# Metal halide/ sodium vapor



## bobelectric (Feb 24, 2007)

The lamp color output.And compare lumens.


----------



## RIVETER (Sep 26, 2009)

bobelectric said:


> The lamp color output.And compare lumens.


I agree, but I was wondering as to the functionality of the ballast and whether it would light the lamp regardless of the gas as long as the voltage was correct. Just to say that I've been told that it would not...and I don't believe that is correct.


----------



## k_buz (Mar 12, 2012)

RIVETER said:


> What is the difference between sodium and mercury as long as the voltage on the lamp is correct?


If I'm not mistaken as I don't deal with mercury vapor very often, but I don't think HPS ballasts will even fire MV lamps. I know metal halide will, but I don't think HPS and MV are interchangeable.


----------



## HARRY304E (Sep 15, 2010)

RIVETER said:


> I am working on some more lighting on the perimeter of the plant. We have many fixtures...some possibly 15 years old and I am trying to repair them rather than replace. I have a lot of ballasts that say that they are for sodium vapor. What is the difference between sodium and mercury as long as the voltage on the lamp is correct?


Mercury vapor lamps, run on a ballast the is made for that type of lamp and you must match up the ANSI rating on the lamp with the ANSI rating on the ballast.

Metal halide lamps, lamps run on a ballast the is made for that type of lamp and you must match up the ANSI rating on the lamp with the ANSI rating on the ballast.


High pressure sodium, lamps run on a ballast the is made for that type of lamp and you must match up the ANSI rating on the lamp with the ANSI rating on the ballast.

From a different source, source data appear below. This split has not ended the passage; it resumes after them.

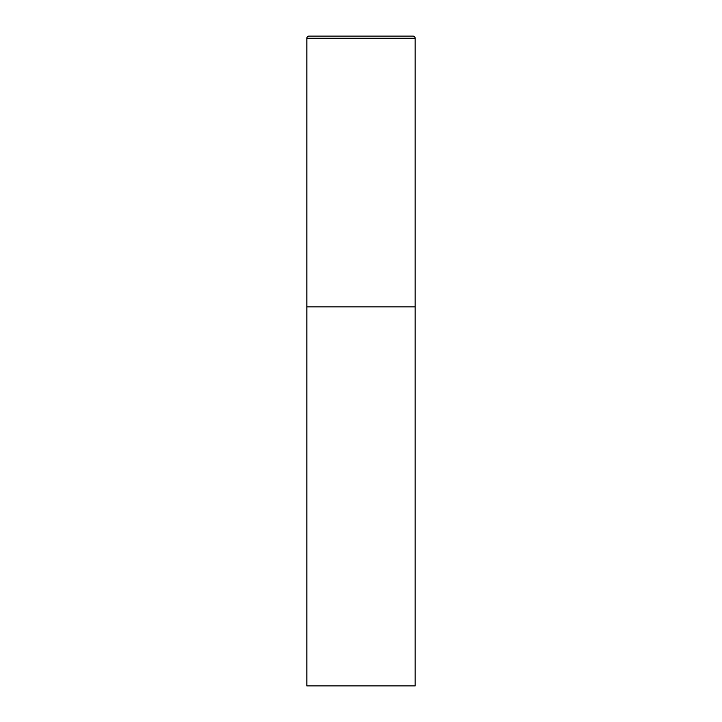 <?xml version="1.0" encoding="UTF-8"?>
<svg xmlns="http://www.w3.org/2000/svg" width="722" height="722" viewBox="0 0 722 722"><rect width="100%" height="100%" fill="white"/><g stroke="black" fill="none" stroke-linecap="round" stroke-linejoin="round"><path stroke-width="1.08" d="M306.85 38.266L306.85 685.9L415.15 685.9L415.15 306.85L306.85 306.85L415.15 306.85L415.15 38.266A2.166 2.166 0 0 0 412.984 36.1L309.016 36.1A2.166 2.166 0 0 0 306.85 38.266L415.15 38.266"/></g></svg>
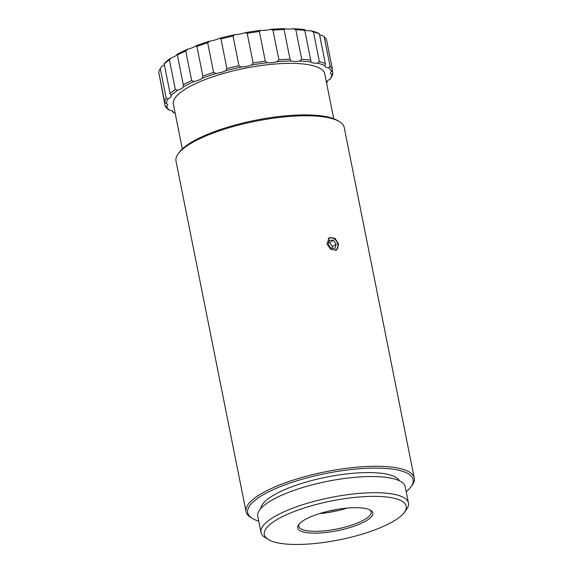 <?xml version="1.0" encoding="UTF-8"?>
<svg xmlns="http://www.w3.org/2000/svg" width="573" height="573" viewBox="0 0 573 573"><rect width="100%" height="100%" fill="white"/><g stroke="black" fill="none" stroke-linecap="round" stroke-linejoin="round"><path stroke-width="0.86" d="M335.463 250.451A6.976 5.336 58.9 0 0 337.826 244.37A6.976 5.336 58.9 0 0 328.193 238.597M328.816 238.017A7.148 5.472 -121.1 0 1 337.912 244.406A7.148 5.472 -121.1 0 1 336.193 250.2M276.451 519.926A72.334 19.826 168.7 0 0 268.386 539.537A72.334 19.826 168.7 0 0 326.345 542.087A72.334 19.826 168.7 0 0 394.074 520.9A72.334 19.826 168.7 0 0 404.359 512.369A72.334 19.826 168.7 0 0 363.898 496.662A72.334 19.826 168.7 0 0 276.451 519.926M268.386 539.537L265.199 537.603A75.192 20.607 -11.3 0 1 260.994 532.453A75.192 20.607 -11.3 0 1 273.593 517.211A75.192 20.607 -11.3 0 1 354.443 493.862A75.192 20.607 -11.3 0 1 408.456 502.987A75.192 20.607 -11.3 0 1 406.551 509.354L404.359 512.369M406.2 491.684A84.338 23.113 168.7 0 0 410.977 486.771A84.338 23.113 168.7 0 0 363.798 468.456A84.338 23.113 168.7 0 0 261.84 495.581A84.338 23.113 168.7 0 0 252.435 518.45A84.338 23.113 168.7 0 0 258.738 521.151M252.435 518.45L250.845 517.483A85.771 23.507 -11.3 0 1 246.039 511.61A85.771 23.507 -11.3 0 1 260.407 494.227A85.771 23.507 -11.3 0 1 352.646 467.589A85.771 23.507 -11.3 0 1 414.25 477.997A85.771 23.507 -11.3 0 1 412.073 485.259L410.977 486.771M304.113 520.155A38.312 10.5 -11.3 0 1 339.99 508.939A38.312 10.5 -11.3 0 1 370.688 510.285A38.312 10.5 -11.3 0 1 366.412 520.671A38.312 10.5 -11.3 0 1 320.099 532.99A38.312 10.5 -11.3 0 1 298.669 524.675A38.312 10.5 -11.3 0 1 304.113 520.155M299.292 523.908A36.88 10.106 168.7 0 0 298.827 526.293A36.88 10.106 168.7 0 0 325.321 530.77A36.88 10.106 168.7 0 0 364.98 519.317A36.88 10.106 168.7 0 0 371.161 511.839A36.88 10.106 168.7 0 0 369.814 509.812M178.182 153.843L179.277 152.332A84.338 23.113 -11.3 0 1 191.267 142.391A84.338 23.113 -11.3 0 1 270.234 117.687A84.338 23.113 -11.3 0 1 337.819 120.652L339.417 121.626A85.771 23.507 168.7 0 0 270.685 118.604A85.771 23.507 168.7 0 0 190.372 143.723A85.771 23.507 168.7 0 0 178.182 153.843A85.771 23.507 168.7 0 0 176.004 161.106L246.039 511.61M408.456 502.987L405.226 486.806A75.192 20.607 168.7 0 0 351.213 477.681A75.192 20.607 168.7 0 0 270.356 501.038A75.192 20.607 168.7 0 0 257.764 516.273L260.994 532.453M399.424 480.797A70.902 19.432 168.7 0 0 346.357 473.95A70.902 19.432 168.7 0 0 272.769 495.674A70.902 19.432 168.7 0 0 260.801 508.502M338.586 243.998L336.609 249.986L330.915 249.534L326.968 243.897L329.217 237.745L334.868 238.21L338.586 243.998M265.299 61.168L267.075 62.736A84.338 23.113 168.7 0 0 251.483 65.057L253.108 62.98A85.771 23.507 -11.3 0 1 265.299 61.168L259.368 31.515A85.771 23.507 168.7 0 0 247.185 33.327L253.108 62.98M272.963 30.125L278.893 59.778A85.771 23.507 -11.3 0 1 290.01 59.212L284.086 29.56A85.771 23.507 168.7 0 0 272.963 30.125L270.485 29.373A11.439 3.137 -11.3 0 1 262.019 30.448A11.439 3.137 -11.3 0 1 260.608 30.383L259.368 31.515M290.01 59.212L291.177 61.003A84.338 23.113 168.7 0 0 276.945 61.726A11.439 3.137 -11.3 0 1 268.486 62.801A11.439 3.137 -11.3 0 1 267.075 62.736M310.695 60.043L311.153 62.013A84.338 23.113 168.7 0 0 299.686 61.075L301.727 59.313A85.771 23.507 -11.3 0 1 310.695 60.043L304.772 30.383A85.771 23.507 168.7 0 0 295.804 29.653L301.727 59.313M295.804 29.653L293.218 28.722A84.338 23.113 -11.3 0 1 304.693 29.66L304.772 30.383L304.693 29.66A11.439 3.137 -11.3 0 0 309.427 30.835A11.439 3.137 -11.3 0 0 311.003 30.799A84.338 23.113 -11.3 0 1 318.595 33.313L319.39 33.922A85.771 23.507 168.7 0 0 313.46 31.959L319.383 61.619A85.771 23.507 -11.3 0 1 325.321 63.582L325.056 65.666A84.338 23.113 168.7 0 0 317.463 63.152L319.383 61.619M317.463 63.152A11.439 3.137 -11.3 0 1 315.895 63.195A11.439 3.137 -11.3 0 1 311.153 62.013M332.455 69.476L326.524 39.816A85.771 23.507 168.7 0 0 324.203 36.815L330.134 66.475A85.771 23.507 -11.3 0 1 332.455 69.476L331.516 71.611A84.338 23.113 168.7 0 0 328.551 67.772A11.439 3.137 -11.3 0 1 324.984 66.26A11.439 3.137 -11.3 0 1 325.056 65.666M325.321 63.582L319.39 33.922M324.203 36.815L322.09 35.419A11.439 3.137 -11.3 0 1 319.591 34.91M328.551 67.772L330.134 66.475M293.218 28.722A11.439 3.137 -11.3 0 1 288.269 29.108A11.439 3.137 -11.3 0 1 284.709 28.65L284.086 29.56M299.686 61.075A11.439 3.137 -11.3 0 1 294.73 61.461A11.439 3.137 -11.3 0 1 291.177 61.003M238.962 65.723L233.039 36.063A85.771 23.507 168.7 0 0 220.977 38.943L226.901 68.602A85.771 23.507 -11.3 0 1 238.962 65.723L241.212 67.048A84.338 23.113 168.7 0 0 225.783 70.737L226.901 68.602M220.977 38.943L219.316 38.377A84.338 23.113 -11.3 0 1 234.744 34.695L233.039 36.063M333.708 118.697L324.762 73.91A77.19 21.158 168.7 0 0 291.585 63.359A77.19 21.158 168.7 0 0 211.724 77.162A77.19 21.158 168.7 0 0 173.368 104.157L182.321 148.944M332.225 69.956L332.913 73.408A85.771 23.507 -11.3 0 1 331.395 77.154L329.912 79.253A84.338 23.113 168.7 0 0 331.86 74.461L332.913 73.408M327.319 81.008L327.061 82.584A11.439 3.137 -11.3 0 1 326.868 82.183A11.439 3.137 -11.3 0 1 329.912 79.253M164.673 101.958A85.771 23.507 -11.3 0 1 166.199 98.212L160.268 68.559A85.771 23.507 168.7 0 0 158.75 72.298L164.673 101.958L166.27 103.598A11.439 3.137 -11.3 0 1 167.674 104.723A11.439 3.137 -11.3 0 1 166.614 106.456A84.338 23.113 168.7 0 0 169.579 110.295L167.459 108.891A85.771 23.507 -11.3 0 1 165.139 105.89L159.437 75.751M169.579 110.295A11.439 3.137 -11.3 0 1 173.146 111.799A11.439 3.137 -11.3 0 1 173.075 112.394L172.079 110.804M202.842 76.087A85.771 23.507 -11.3 0 1 213.593 72.42L207.67 42.767A85.771 23.507 168.7 0 0 196.911 46.434L202.842 76.087L202.355 78.2A11.439 3.137 -11.3 0 1 194.247 81.488A84.338 23.113 168.7 0 0 183.503 86.724L183.274 84.711A85.771 23.507 -11.3 0 1 191.669 80.621L185.745 50.961A85.771 23.507 168.7 0 0 177.351 55.058L183.346 85.04M270.485 29.373A84.338 23.113 -11.3 0 1 284.709 28.65M313.46 31.959L311.003 30.799M247.185 33.327L245.015 32.704A84.338 23.113 -11.3 0 1 260.608 30.383M164.2 63.968L164.609 63.123A84.338 23.113 -11.3 0 1 171.277 57.852L169.415 59.85A85.771 23.507 168.7 0 0 164.2 63.968L170.124 93.628A85.771 23.507 -11.3 0 1 175.338 89.503L177.745 90.205A84.338 23.113 168.7 0 0 171.069 95.476L170.124 93.628M164.344 64.706A11.439 3.137 -11.3 0 1 161.758 66.454L160.268 68.559M196.911 46.434L195.894 45.847A84.338 23.113 -11.3 0 1 209.654 41.156L207.67 42.767M326.581 83.042A84.338 23.113 168.7 0 0 327.061 82.584M276.945 61.726L278.893 59.778M165.139 105.89L166.614 106.456M173.075 112.394A84.338 23.113 168.7 0 0 175.195 113.289M166.199 98.212L168.218 98.807A84.338 23.113 168.7 0 0 166.27 103.598M213.593 72.42L216.114 73.509A84.338 23.113 168.7 0 0 202.355 78.2M191.669 80.621L194.247 81.488M195.894 45.847A11.439 3.137 -11.3 0 1 187.779 49.135A84.338 23.113 -11.3 0 0 177.043 54.371L177.351 55.058L177.043 54.371A11.439 3.137 -11.3 0 1 171.277 57.852M219.316 38.377A11.439 3.137 -11.3 0 1 209.654 41.156M245.015 32.704A11.439 3.137 -11.3 0 1 234.744 34.695M175.338 89.503L169.415 59.85M251.483 65.057A11.439 3.137 -11.3 0 1 241.212 67.048M225.783 70.737A11.439 3.137 -11.3 0 1 216.114 73.509M183.503 86.724A11.439 3.137 -11.3 0 1 177.745 90.205M171.069 95.476A11.439 3.137 -11.3 0 1 171.263 95.884A11.439 3.137 -11.3 0 1 168.218 98.807M331.86 74.461A11.439 3.137 -11.3 0 1 330.456 73.344A11.439 3.137 -11.3 0 1 331.516 71.611M187.779 49.135L185.745 50.961M414.25 477.997L344.215 127.5A85.771 23.507 168.7 0 0 339.417 121.626M319.627 513.573A36.335 9.956 168.7 0 0 347.073 508.086M328.393 511.166A31.587 8.659 168.7 0 0 338.056 509.239M330.95 248.353L334.976 248.381L336.179 244.356L333.357 240.295L329.332 240.259L328.128 244.291L330.95 248.353M328.644 242.572L329.582 242.58L333.357 240.295M329.582 242.58L332.404 246.641L336.179 244.356M331.889 248.36L332.404 246.641"/></g></svg>
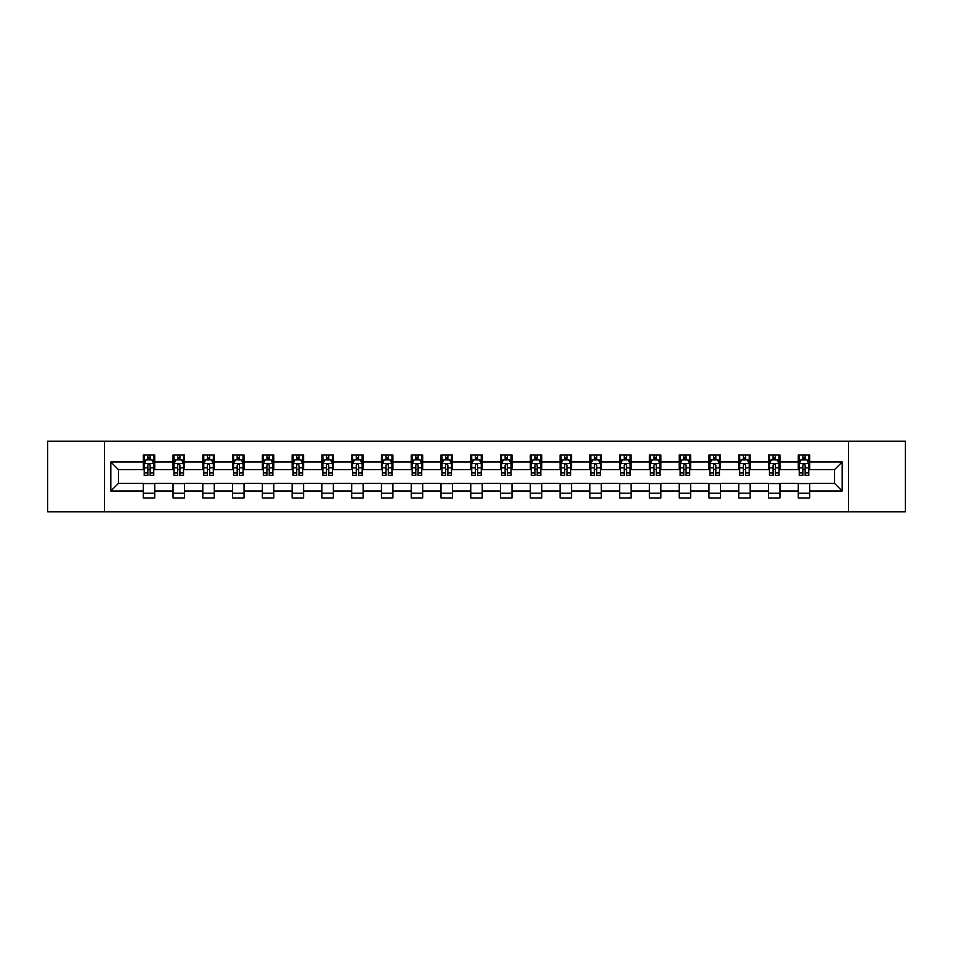 <?xml version="1.0" encoding="UTF-8"?>
<svg xmlns="http://www.w3.org/2000/svg" width="953" height="953" viewBox="0 0 953 953"><rect width="100%" height="100%" fill="white"/><g stroke="black" fill="none" stroke-linecap="round" stroke-linejoin="round"><path stroke-width="1.43" d="M848.48 511.809L905.35 511.809L905.35 441.191L848.48 441.191L848.48 511.809L104.52 511.809L104.52 441.191L47.65 441.191L47.65 511.809L104.52 511.809M848.48 441.191L104.52 441.191M809.728 461.991L809.728 455.034L798.28 455.034L798.28 461.991L779.959 461.991L779.959 455.034L768.511 455.034L768.511 461.991L750.19 461.991L750.19 455.034L738.73 455.034L738.73 461.991L720.408 461.991L720.408 455.034L708.961 455.034L708.961 461.991L690.639 461.991L690.639 455.034L679.191 455.034L679.191 461.991L660.87 461.991L660.87 455.034L649.41 455.034L649.41 461.991L631.089 461.991L631.089 455.034L619.641 455.034L619.641 461.991L601.319 461.991L601.319 455.034L589.871 455.034L589.871 461.991L571.55 461.991L571.55 455.034L560.09 455.034L560.09 461.991L541.769 461.991L541.769 455.034L530.321 455.034L530.321 461.991L511.999 461.991L511.999 455.034L500.551 455.034L500.551 461.991L482.23 461.991L482.23 455.034L470.77 455.034L470.77 461.991L452.449 461.991L452.449 455.034L441.001 455.034L441.001 461.991L422.679 461.991L422.679 455.034L411.231 455.034L411.231 461.991L392.91 461.991L392.91 455.034L381.45 455.034L381.45 461.991L363.129 461.991L363.129 455.034L351.681 455.034L351.681 461.991L333.359 461.991L333.359 455.034L321.911 455.034L321.911 461.991L303.59 461.991L303.59 455.034L292.13 455.034L292.13 461.991L273.809 461.991L273.809 455.034L262.361 455.034L262.361 461.991L244.039 461.991L244.039 455.034L232.592 455.034L232.592 461.991L214.27 461.991L214.27 455.034L202.81 455.034L202.81 461.991L184.489 461.991L184.489 455.034L173.041 455.034L173.041 461.991L154.72 461.991L154.72 455.034L143.272 455.034L143.272 461.991L110.822 461.991L110.822 491.009L118.458 483.374L143.272 483.374L143.272 497.966L154.72 497.966L154.72 483.374L173.041 483.374L173.041 497.966L184.489 497.966L184.489 483.374L202.81 483.374L202.81 497.966L214.27 497.966L214.27 483.374L232.592 483.374L232.592 497.966L244.039 497.966L244.039 483.374L262.361 483.374L262.361 497.966L273.809 497.966L273.809 483.374L292.13 483.374L292.13 497.966L303.59 497.966L303.59 483.374L321.911 483.374L321.911 497.966L333.359 497.966L333.359 483.374L351.681 483.374L351.681 497.966L363.129 497.966L363.129 483.374L381.45 483.374L381.45 497.966L392.91 497.966L392.91 483.374L411.231 483.374L411.231 497.966L422.679 497.966L422.679 483.374L441.001 483.374L441.001 497.966L452.449 497.966L452.449 483.374L470.77 483.374L470.77 497.966L482.23 497.966L482.23 483.374L500.551 483.374L500.551 497.966L511.999 497.966L511.999 483.374L530.321 483.374L530.321 497.966L541.769 497.966L541.769 483.374L560.09 483.374L560.09 497.966L571.55 497.966L571.55 483.374L589.871 483.374L589.871 497.966L601.319 497.966L601.319 483.374L619.641 483.374L619.641 497.966L631.089 497.966L631.089 483.374L649.41 483.374L649.41 497.966L660.87 497.966L660.87 483.374L679.191 483.374L679.191 497.966L690.639 497.966L690.639 483.374L708.961 483.374L708.961 497.966L720.408 497.966L720.408 483.374L738.73 483.374L738.73 497.966L750.19 497.966L750.19 483.374L768.511 483.374L768.511 497.966L779.959 497.966L779.959 483.374L798.28 483.374L798.28 497.966L809.728 497.966L809.728 483.374L834.542 483.374L834.542 469.626L809.728 469.626L809.728 461.991L842.178 461.991L842.178 491.009L809.728 491.009M798.28 491.009L779.959 491.009M768.511 491.009L750.19 491.009M738.73 491.009L720.408 491.009M708.961 491.009L690.639 491.009M679.191 491.009L660.87 491.009M649.41 491.009L631.089 491.009M619.641 491.009L601.319 491.009M589.871 491.009L571.55 491.009M560.09 491.009L541.769 491.009M530.321 491.009L511.999 491.009M500.551 491.009L482.23 491.009M470.77 491.009L452.449 491.009M441.001 491.009L422.679 491.009M411.231 491.009L392.91 491.009M381.45 491.009L363.129 491.009M351.681 491.009L333.359 491.009M321.911 491.009L303.59 491.009M292.13 491.009L273.809 491.009M262.361 491.009L244.039 491.009M232.592 491.009L214.27 491.009M202.81 491.009L184.489 491.009M173.041 491.009L154.72 491.009M143.272 491.009L110.822 491.009M798.28 461.991L798.28 469.626L779.959 469.626L779.959 461.991M768.511 461.991L768.511 469.626L750.19 469.626L750.19 461.991M738.73 461.991L738.73 469.626L720.408 469.626L720.408 461.991M708.961 461.991L708.961 469.626L690.639 469.626L690.639 461.991M679.191 461.991L679.191 469.626L660.87 469.626L660.87 461.991M649.41 461.991L649.41 469.626L631.089 469.626L631.089 461.991M619.641 461.991L619.641 469.626L601.319 469.626L601.319 461.991M589.871 461.991L589.871 469.626L571.55 469.626L571.55 461.991M560.09 461.991L560.09 469.626L541.769 469.626L541.769 461.991M530.321 461.991L530.321 469.626L511.999 469.626L511.999 461.991M500.551 461.991L500.551 469.626L482.23 469.626L482.23 461.991M470.77 461.991L470.77 469.626L452.449 469.626L452.449 461.991M441.001 461.991L441.001 469.626L422.679 469.626L422.679 461.991M411.231 461.991L411.231 469.626L392.91 469.626L392.91 461.991M381.45 461.991L381.45 469.626L363.129 469.626L363.129 461.991M351.681 461.991L351.681 469.626L333.359 469.626L333.359 461.991M321.911 461.991L321.911 469.626L303.59 469.626L303.59 461.991M292.13 461.991L292.13 469.626L273.809 469.626L273.809 461.991M262.361 461.991L262.361 469.626L244.039 469.626L244.039 461.991M232.592 461.991L232.592 469.626L214.27 469.626L214.27 461.991M202.81 461.991L202.81 469.626L184.489 469.626L184.489 461.991M173.041 461.991L173.041 469.626L154.72 469.626L154.72 461.991M143.272 461.991L143.272 469.626L118.458 469.626L110.822 461.991M118.458 469.626L118.458 483.374M842.178 491.009L834.542 483.374M834.542 469.626L842.178 461.991M143.272 459.799L144.225 459.799M147.846 459.799L150.133 459.799M153.767 459.799L154.72 459.799M143.272 469.436L144.225 469.436M147.846 469.436L150.133 469.436M153.767 469.436L154.72 469.436M143.272 483.564L154.72 483.564M143.272 493.201L154.72 493.201M173.041 483.564L184.489 483.564M173.041 493.201L184.489 493.201M173.041 459.799L173.994 459.799M177.627 459.799L179.914 459.799M183.536 459.799L184.489 459.799M173.041 469.436L173.994 469.436M177.627 469.436L179.914 469.436M183.536 469.436L184.489 469.436M202.81 483.564L214.27 483.564M202.81 493.201L214.27 493.201M202.81 459.799L203.763 459.799M207.397 459.799L209.684 459.799M213.317 459.799L214.27 459.799M202.81 469.436L203.763 469.436M207.397 469.436L209.684 469.436M213.317 469.436L214.27 469.436M232.592 483.564L244.039 483.564M232.592 493.201L244.039 493.201M232.592 459.799L233.545 459.799M237.166 459.799L239.453 459.799M243.086 459.799L244.039 459.799M232.592 469.436L233.545 469.436M237.166 469.436L239.453 469.436M243.086 469.436L244.039 469.436M262.361 483.564L273.809 483.564M262.361 493.201L273.809 493.201M262.361 459.799L263.314 459.799M266.947 459.799L269.234 459.799M272.856 459.799L273.809 459.799M262.361 469.436L263.314 469.436M266.947 469.436L269.234 469.436M272.856 469.436L273.809 469.436M292.13 483.564L303.59 483.564M292.13 493.201L303.59 493.201M292.13 459.799L293.083 459.799M296.717 459.799L299.004 459.799M302.637 459.799L303.59 459.799M292.13 469.436L293.083 469.436M296.717 469.436L299.004 469.436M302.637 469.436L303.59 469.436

If you need to change a ballast,,"*CHANGE IT AS A KIT"* ,Do not waste time with capacitors and starters .....................,"*CHANGE IT AS A KIT ONLY"*


Mach the lamps with the ballast ANSI rating


----------



## RIVETER (Sep 26, 2009)

HARRY304E said:


> Mercury vapor lamps, run on a ballast the is made for that type of lamp and you must match up the ANSI rating on the lamp with the ANSI rating on the ballast.
> 
> Metal halide lamps, lamps run on a ballast the is made for that type of lamp and you must match up the ANSI rating on the lamp with the ANSI rating on the ballast.
> 
> ...


 "As a kit" What does that entail?


----------



## HARRY304E (Sep 15, 2010)

k_buz said:


> If I'm not mistaken as I don't deal with mercury vapor very often, but I don't think HPS ballasts will even fire MV lamps. I know metal halide will, but I don't think HPS and MV are interchangeable.



Non of those lamps are interchangeable.

They may light up for a while but they will have a very short life span.


----------



## RePhase277 (Feb 5, 2008)

RIVETER said:


> What is the difference between sodium and mercury as long as the voltage on the lamp is correct?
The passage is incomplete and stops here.